## TASK OBJECTIVE:
Looking at the entries below, state how many lines contain the word "relation". Give the number alone.
====== DATA FOR PROCESSING
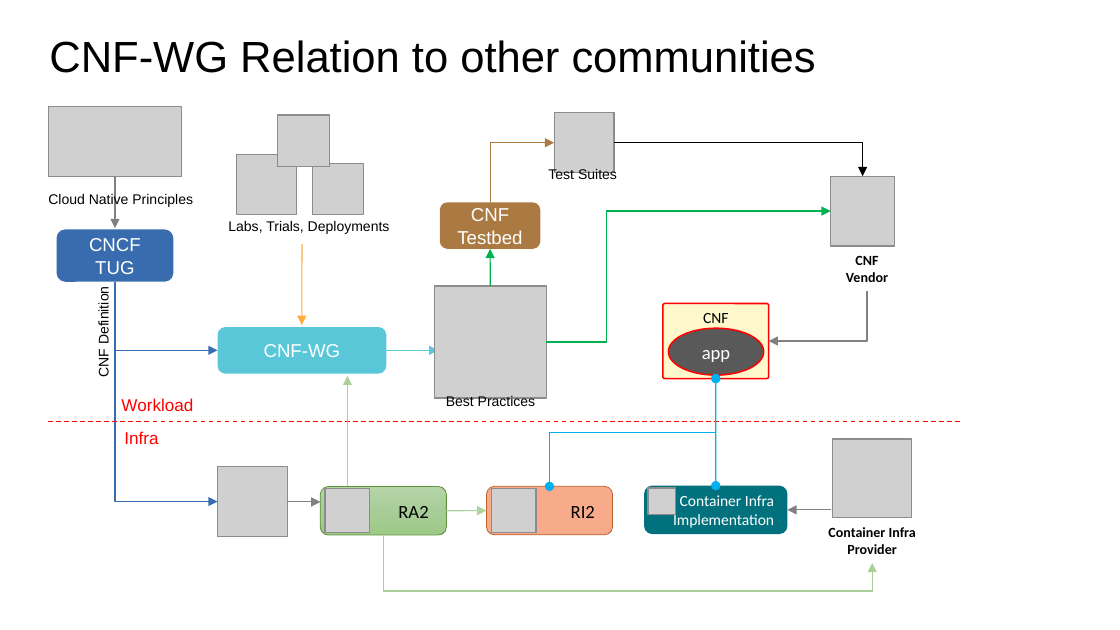
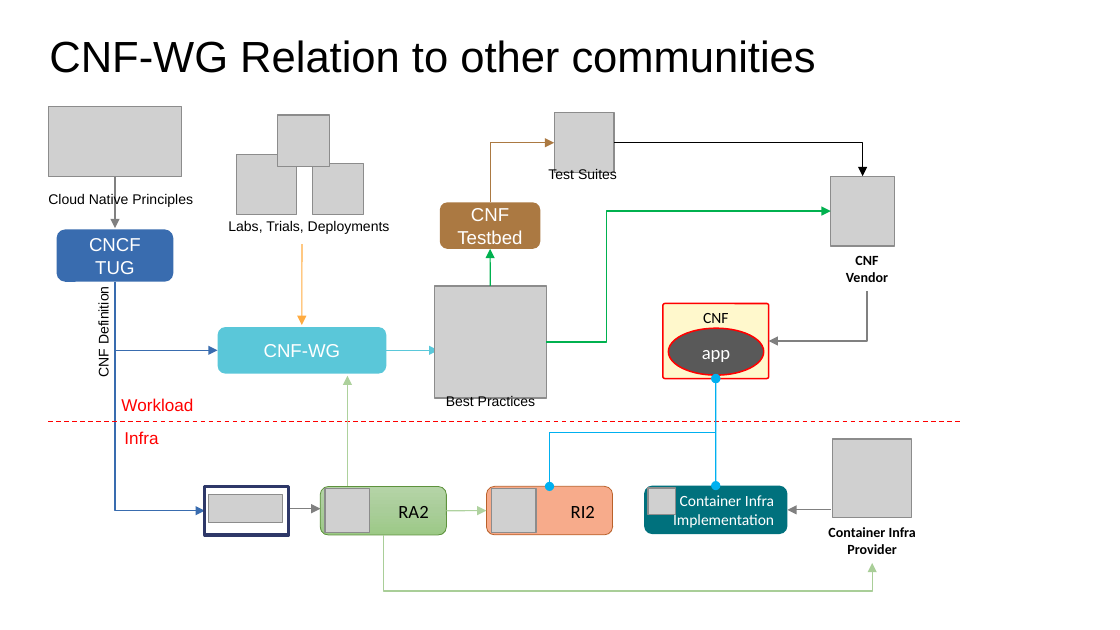
Before and after one commit to lfn-cnti/bestpractices, a slide deck: slide 1 of doc/figures/cnf-wg-relation.pptx. Drawn at 1120x630 pixels with LibreOffice and Linux fonts; fonts in the diff are those of the drawing; grey boxes stand for pictures. Boxes give left, top, right and bottom in pixels: in the first picture for what was removed or moved away, otherwise in the second. Text is boxed around its words. In the diff, an @@ line names an element or a change of style, - is before the commit and + after.

```diff
--- a/doc/figures/cnf-wg-relation.pptx
+++ b/doc/figures/cnf-wg-relation.pptx
@@ elbow arrow moved from (115, 282) - (217, 502) to (115, 282) - (205, 511) @@
@@ picture removed at <box>217,467,288,538</box> @@
@@ rectangle added at <box>205,486,289,534</box>, outline #2E3868 2 pt @@
@@ picture added at <box>209,495,283,523</box> @@
@@ arrow moved from (288, 502) - (320, 502) to (288, 508) - (320, 508) @@
```
Also in this commit, not shown: 2 other files.
============
## TASK ANSWER:
3